Na introdução de Précis, antes de explicar seu método de composição, Durand tem que lidar com o que chama de “a ideia de arquitetura transmitida pela maioria dos escritores sobre o assunto”, fazendo um rápido resumo das heranças com e contra as quais a arquitetura tem de se ver. Em seus termos:

A maioria dos arquitetos entende que arquitetura não é tanto a arte de fazer edifícios úteis quanto de decorá-los. Seu principal objeto, assim, é satisfazer os olhos e, deste modo, suscitar agradáveis sensações: um objeto que, como as outras artes, só pode ser atingido através da imitação. Deve tomar como seus modelos as formas das primeiras cabanas erigidas pelo homem e as proporções do corpo humano. E, como

as ordens da arquitetura inventadas pelos gregos, imitadas pelos romanos, e adotadas pela maioria das nações da Europa são uma imitação do corpo humano e da cabana, o resultado é que elas constituem a essência da arquitetura. E, por consequência, que os ornamentos formados pelas ordens são tão belos que, em termos de decoração, nenhum gasto será poupado. (DURAND, 2000, p. 79, tradução nossa).
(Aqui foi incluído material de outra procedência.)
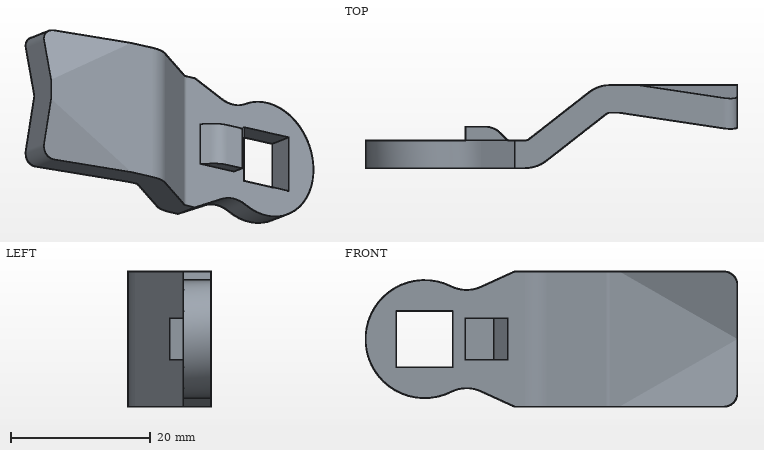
import cadquery as cq
import math

length = 53.5
width = 19.5
depth = 12.0
thickness = 4.0

head_radius = 8.5
neck_radius = 5.0
neck_start_angle = 26.6
neck_end_angle = 24.5
corner_radius = 2.0

bend_angle = 38.0
bend_start = 24.65
inner_bend_radius = 0.95

hole_side = 8.1

tab_start = 14.4
tab_width = 6.0
tab_depth = 2.0
tab_flat_length = 4.05
tab_ramp_length = 2.05
bump_nose_radius = 3.0

fold_start = 36.5
fold_slope = 0.15
back_fold_shift = 2.5

half_width = width / 2


def make_profile():
    """Cross-section of the bent strip, extruded over the full width."""
    rise = depth - thickness
    bend_end = bend_start + rise / math.tan(math.radians(bend_angle))
    back_shift = thickness * math.tan(math.radians(bend_angle / 2))
    outer_bend_radius = inner_bend_radius + thickness
    strip = (
        cq.Workplane("XY")
        .moveTo(0, 0)
        .lineTo(bend_start, 0)
        .lineTo(bend_end, rise)
        .lineTo(length, rise)
        .lineTo(length, depth)
        .lineTo(bend_end - back_shift, depth)
        .lineTo(bend_start - back_shift, thickness)
        .lineTo(0, thickness)
        .close()
        .extrude(half_width, both=True)
    )

    def bend_edge(x, y):
        return cq.selectors.NearestToPointSelector((x, y, 0))

    outer_edges = strip.edges("|Z").edges(bend_edge(bend_start, 0)).add(
        strip.edges("|Z").edges(bend_edge(bend_end - back_shift, depth))
    )
    strip = outer_edges.fillet(outer_bend_radius)
    inner_edges = strip.edges("|Z").edges(bend_edge(bend_end, rise)).add(
        strip.edges("|Z").edges(bend_edge(bend_start - back_shift, thickness))
    )
    return inner_edges.fillet(inner_bend_radius)


def make_outline():
    """Round head, concave neck and rectangular blade, extruded through the depth."""
    start = math.radians(neck_start_angle)
    end = math.radians(neck_end_angle)
    neck_x = head_radius + (head_radius + neck_radius) * math.sin(start)
    neck_z = (head_radius + neck_radius) * math.cos(start)
    neck_start = (neck_x - neck_radius * math.sin(start), neck_z - neck_radius * math.cos(start))
    neck_end = (neck_x + neck_radius * math.sin(end), neck_z - neck_radius * math.cos(end))
    shoulder_x = neck_end[0] + (half_width - neck_end[1]) / math.tan(end)

    def mirrored(point):
        return (point[0], -point[1])

    outline = (
        cq.Workplane("XZ", origin=(0, depth, 0))
        .moveTo(*neck_start)
        .threePointArc((neck_x, neck_z - neck_radius), neck_end)
        .lineTo(shoulder_x, half_width)
        .lineTo(length, half_width)
        .lineTo(length, -half_width)
        .lineTo(shoulder_x, -half_width)
        .lineTo(*mirrored(neck_end))
        .threePointArc((neck_x, neck_radius - neck_z), mirrored(neck_start))
        .threePointArc((0, 0), neck_start)
        .close()
        .extrude(depth)
    )
    return outline.edges("|Y and >X").fillet(corner_radius)


def tetrahedron(a, b, c, d):
    """Solid with four triangular faces between the given corners."""
    faces = [
        cq.Face.makeFromWires(cq.Wire.makePolygon(corners, close=True))
        for corners in ([a, b, c], [a, b, d], [b, c, d], [a, c, d])
    ]
    return cq.Solid.makeSolid(cq.Shell.makeShell(faces))


def make_fold_wedges():
    """Pair of tetrahedra between the flat blade face and its folded corners."""
    fold_length = length - fold_start
    base_y = depth - thickness
    wedge = tetrahedron(
        cq.Vector(fold_start, base_y, half_width),
        cq.Vector(length, base_y, half_width),
        cq.Vector(length, base_y, 0),
        cq.Vector(length, base_y - fold_slope * fold_length, half_width),
    )
    return cq.Workplane(wedge).union(cq.Workplane(wedge.mirror("XY")))


def make_pocket():
    """Pressed-in pocket: flat floor with a ramp back up to the front face."""
    floor_end = tab_start + tab_flat_length
    return (
        cq.Workplane("XY")
        .moveTo(tab_start, 0)
        .lineTo(floor_end + tab_ramp_length, 0)
        .lineTo(floor_end, tab_depth)
        .lineTo(tab_start, tab_depth)
        .close()
        .extrude(tab_width / 2, both=True)
    )


def make_bump():
    """Pushed-out metal: the pocket shape on the back face, with a rounded nose."""
    bump = make_pocket().translate((0, thickness, 0))
    return bump.edges("|Z").edges(">Y").edges(">X").fillet(bump_nose_radius)


wedges = make_fold_wedges()
back_wedges = wedges.translate((back_fold_shift, thickness, 0))
drive_hole = cq.Workplane("XZ", origin=(head_radius, 0, 0)).rect(hole_side, hole_side).extrude(-thickness)

body = make_profile().union(wedges).cut(back_wedges)
body = body.intersect(make_outline())
result = body.union(make_bump()).cut(make_pocket()).cut(drive_hole)
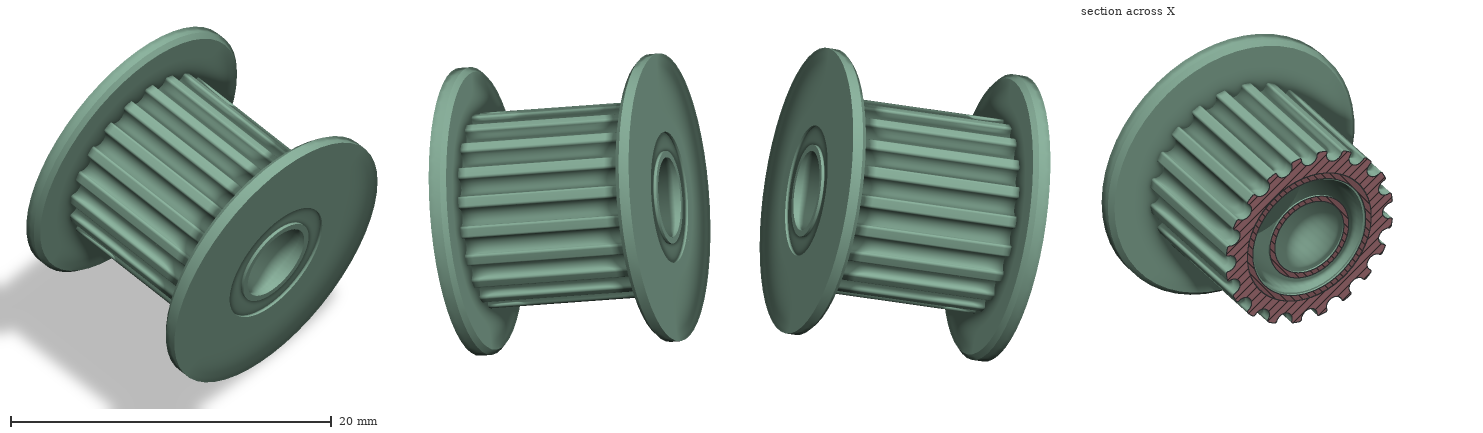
import cadquery as cq
import math


pulley_length = 13.0
flange_diameter = 18
left_flange_width = 0.94
left_flange_chamfer = 0.29
right_flange_width = 1.05
right_flange_chamfer = 0.3
right_flange_start = pulley_length - right_flange_width

tooth_count = 20
tooth_pitch_angle = 360 / tooth_count
tip_diameter = 12.22
tip_radius = tip_diameter / 2
tip_fillet = 0.15
groove_depth = 0.75
groove_radius = 0.55

bearing_diameter = 9
bearing_width = 3.0
bearing_bore = 5.0
shield_outer_diameter = 8.2
shield_inner_diameter = 5.8
shield_recess = 0.2
bearing_starts = (0, pulley_length - bearing_width)

shoulder_bore = 8.0

edge_tolerance = 0.002


def disc(diameter, start, length):
    """Solid cylinder along X that begins at X = start."""
    return cq.Workplane("YZ", origin=(start, 0, 0)).circle(diameter / 2).extrude(length)


def ring(outer_diameter, inner_diameter, start, length):
    """Hollow cylinder along X that begins at X = start."""
    return disc(outer_diameter, start, length).cut(disc(inner_diameter, start, length))


def make_groove(start, length):
    """Cutter for the belt groove on the +Y axis: a half-round bottom with straight walls."""
    centre = tip_radius - groove_depth + groove_radius
    open_end = tip_radius + groove_radius
    return (
        cq.Workplane("YZ", origin=(start, 0, 0))
        .moveTo(open_end, -groove_radius)
        .lineTo(centre, -groove_radius)
        .threePointArc((centre - groove_radius, 0), (centre, groove_radius))
        .lineTo(open_end, groove_radius)
        .close()
        .extrude(length)
    )


def lies_on_tip(edge):
    """True for an edge whose middle is on the cylinder through the tooth tips."""
    middle = edge.Center()
    return abs(math.hypot(middle.y, middle.z) - tip_radius) < edge_tolerance


def make_drum():
    """Toothed drum between the flanges, with both edges of every tooth tip rounded."""
    length = right_flange_start - left_flange_width
    drum = disc(tip_diameter, left_flange_width, length)
    groove = make_groove(left_flange_width, length)
    for index in range(tooth_count):
        drum = drum.cut(groove.rotate((0, 0, 0), (1, 0, 0), index * tooth_pitch_angle))
    return drum.edges("|X").filter(lies_on_tip).fillet(tip_fillet)


def make_pulley():
    """Drum and flanges in one piece, bored through and counterbored for the bearings."""
    left_flange = disc(flange_diameter, 0, left_flange_width)
    left_flange = left_flange.faces(">X").chamfer(left_flange_chamfer)
    right_flange = disc(flange_diameter, right_flange_start, right_flange_width)
    right_flange = right_flange.faces("<X").chamfer(right_flange_chamfer)

    body = make_drum().union(left_flange).union(right_flange)
    body = body.cut(disc(shoulder_bore, 0, pulley_length))
    for start in bearing_starts:
        body = body.cut(disc(bearing_diameter, start, bearing_width))
    return body


def make_bearing(start):
    """Bearing with a shallow ring-shaped shield recess in each end face."""
    bearing = ring(bearing_diameter, bearing_bore, start, bearing_width)
    far_recess_start = start + bearing_width - shield_recess
    for recess_start in (start, far_recess_start):
        recess = ring(shield_outer_diameter, shield_inner_diameter, recess_start, shield_recess)
        bearing = bearing.cut(recess)
    return bearing


pulley = make_pulley()
bearings = [make_bearing(start) for start in bearing_starts]

bearing_solids = [bearing.solids().val() for bearing in bearings]
result = cq.Compound.makeCompound([pulley.solids().val(), *bearing_solids])
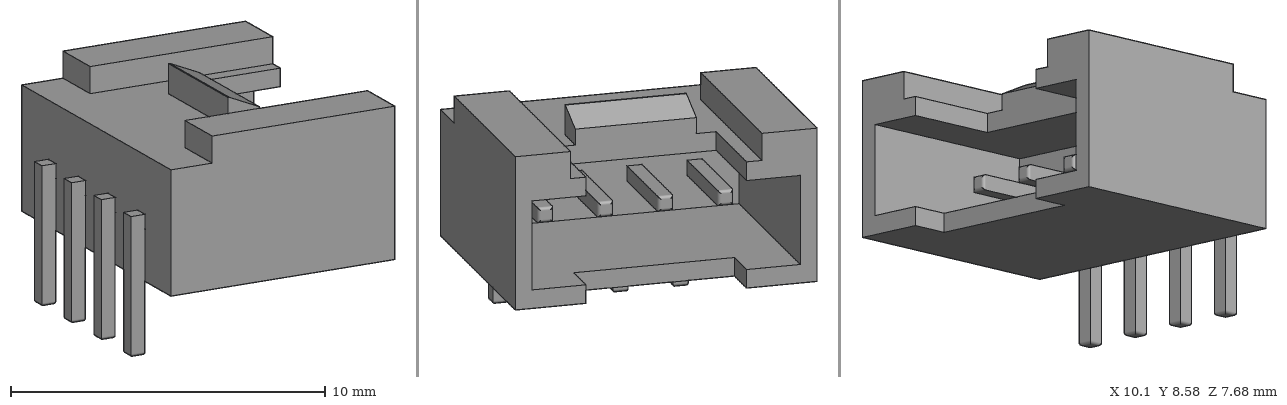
import cadquery as cq

housing_width = 10.05
housing_depth = 8.08
deck_height = 4.22

rail_width = 1.84
rail_height = 0.9
rail_start = 1.49

side_wall = 0.56
deck_wall = 0.62
floor_wall = deck_wall
rear_wall = rail_start
cavity_height = deck_height - floor_wall - deck_wall

notch_width = 5.35
deck_notch_start = 4.8
floor_notch_start = 6.77

rib_width = 4.03
rib_start = 3.68
rib_height = 1.0
rib_ramp_end_height = 0.53
rib_crest = 0.05

pin_count = 4
pin_pitch = 2.0
pin_row_offset = 0.02
pin_size = 0.5
pin_top = 2.24
pin_bottom = -2.46
pin_tip = 4.86
tip_radius = 0.1


def block(width, y_start, y_end, z_start, z_end, x_center=0.0):
    """Box centred on x_center, between the given Y and Z limits."""
    box = cq.Workplane("XY").box(width, y_end - y_start, z_end - z_start, centered=(True, False, False))
    return box.translate((x_center, y_start, z_start))


def pin_positions():
    """X positions of the pin centres."""
    return [pin_row_offset + (i - (pin_count - 1) / 2) * pin_pitch for i in range(pin_count)]


def make_rib():
    """Locking rib with a vertical rear face, a narrow crest and a ramp."""
    rib_top = deck_height + rib_height
    return (
        cq.Workplane("YZ", origin=(-rib_width / 2, 0, 0))
        .moveTo(rib_start, deck_height)
        .lineTo(rib_start, rib_top)
        .lineTo(rib_start + rib_crest, rib_top)
        .lineTo(deck_notch_start, deck_height + rib_ramp_end_height)
        .lineTo(deck_notch_start, deck_height)
        .close()
        .extrude(rib_width)
    )


def make_housing():
    """Hollow shell with rails, mouth notches, locking rib and pin holes."""
    shell = block(housing_width, 0, housing_depth, 0, deck_height)

    rail_offset = (housing_width - rail_width) / 2
    for x_center in (-rail_offset, rail_offset):
        rail_top = deck_height + rail_height
        shell = shell.union(block(rail_width, rail_start, housing_depth, deck_height, rail_top, x_center))
    shell = shell.union(make_rib())

    cavity_width = housing_width - 2 * side_wall
    cavity_top = floor_wall + cavity_height
    shell = shell.cut(block(cavity_width, rear_wall, housing_depth, floor_wall, cavity_top))
    shell = shell.cut(block(notch_width, deck_notch_start, housing_depth, cavity_top, deck_height))
    shell = shell.cut(block(notch_width, floor_notch_start, housing_depth, 0, floor_wall))

    for x_center in pin_positions():
        shell = shell.cut(block(pin_size, 0, rear_wall, pin_top - pin_size, pin_top, x_center))
    return shell


def make_pin(x_center):
    """Square L-shaped pin: a leg behind the housing and a contact through its rear wall."""
    leg = block(pin_size, -pin_size, 0, pin_bottom, pin_top, x_center)
    contact = block(pin_size, 0, pin_tip, pin_top - pin_size, pin_top, x_center)
    leg = leg.faces("<Z").edges().fillet(tip_radius)
    contact = contact.faces(">Y").edges().fillet(tip_radius)
    return leg.union(contact)


housing = make_housing()
pins = [make_pin(x_center).val() for x_center in pin_positions()]

result = cq.Compound.makeCompound([housing.val(), *pins])

Parece claro que, ainda no início do século XIX, havia arquitetos que utilizavam os mesmos argumentos do Renascimento no que diz respeito à legitimação da arquitetura. Assim como os arquitetos de meados do século XVIII, Durand agrega, também, uma contraposição aos elementos decorativos.

Os argumentos elaborados por Durand para rejeitar as ideias de “imitação da natureza”

as leva em conta de forma muito literal. Alega, por exemplo, em contraposição à Laugier, que uma cabana não é natural, mas sim construída trabalhosamente, e que não abrigaria das intempéries com perfeição. Sobre as ordens, que seriam criadas a partir das proporções humanas, Durand estabelece que nenhum homem tem a altura de seis vezes o seu pé (como no caso da ordem dórica), mas sim de oito vezes, e continua afirmando que o homem varia de largura em suas diferentes alturas e não teria comparação com um cilindro de diâmetro constante.

Seja como for, é com base nesses argumentos que Durand (2000, p. 83, tradução nossa) estabelece que as ordens não imitam a natureza, e, por conseguinte, não podem ser vistas como a essência da arquitetura e que “o prazer esperado pelo seu uso, e da decoração que deriva dali, é zero; tal decoração é em si mesmo uma quimera; e o gasto exigido é asneira.” A aversão aos elementos decorativos está presente em boa parte de Précis, afinal, em sua opinião, a “decoração não é da conta do arquiteto; a não ser que por decoração queira se dizer a arte de aplicar pintura, escultura e inscrições nos edifícios. Este tipo de decoração, no entanto, não é mais que um acessório.” (DURAND, 2000, p. 88, tradução nossa).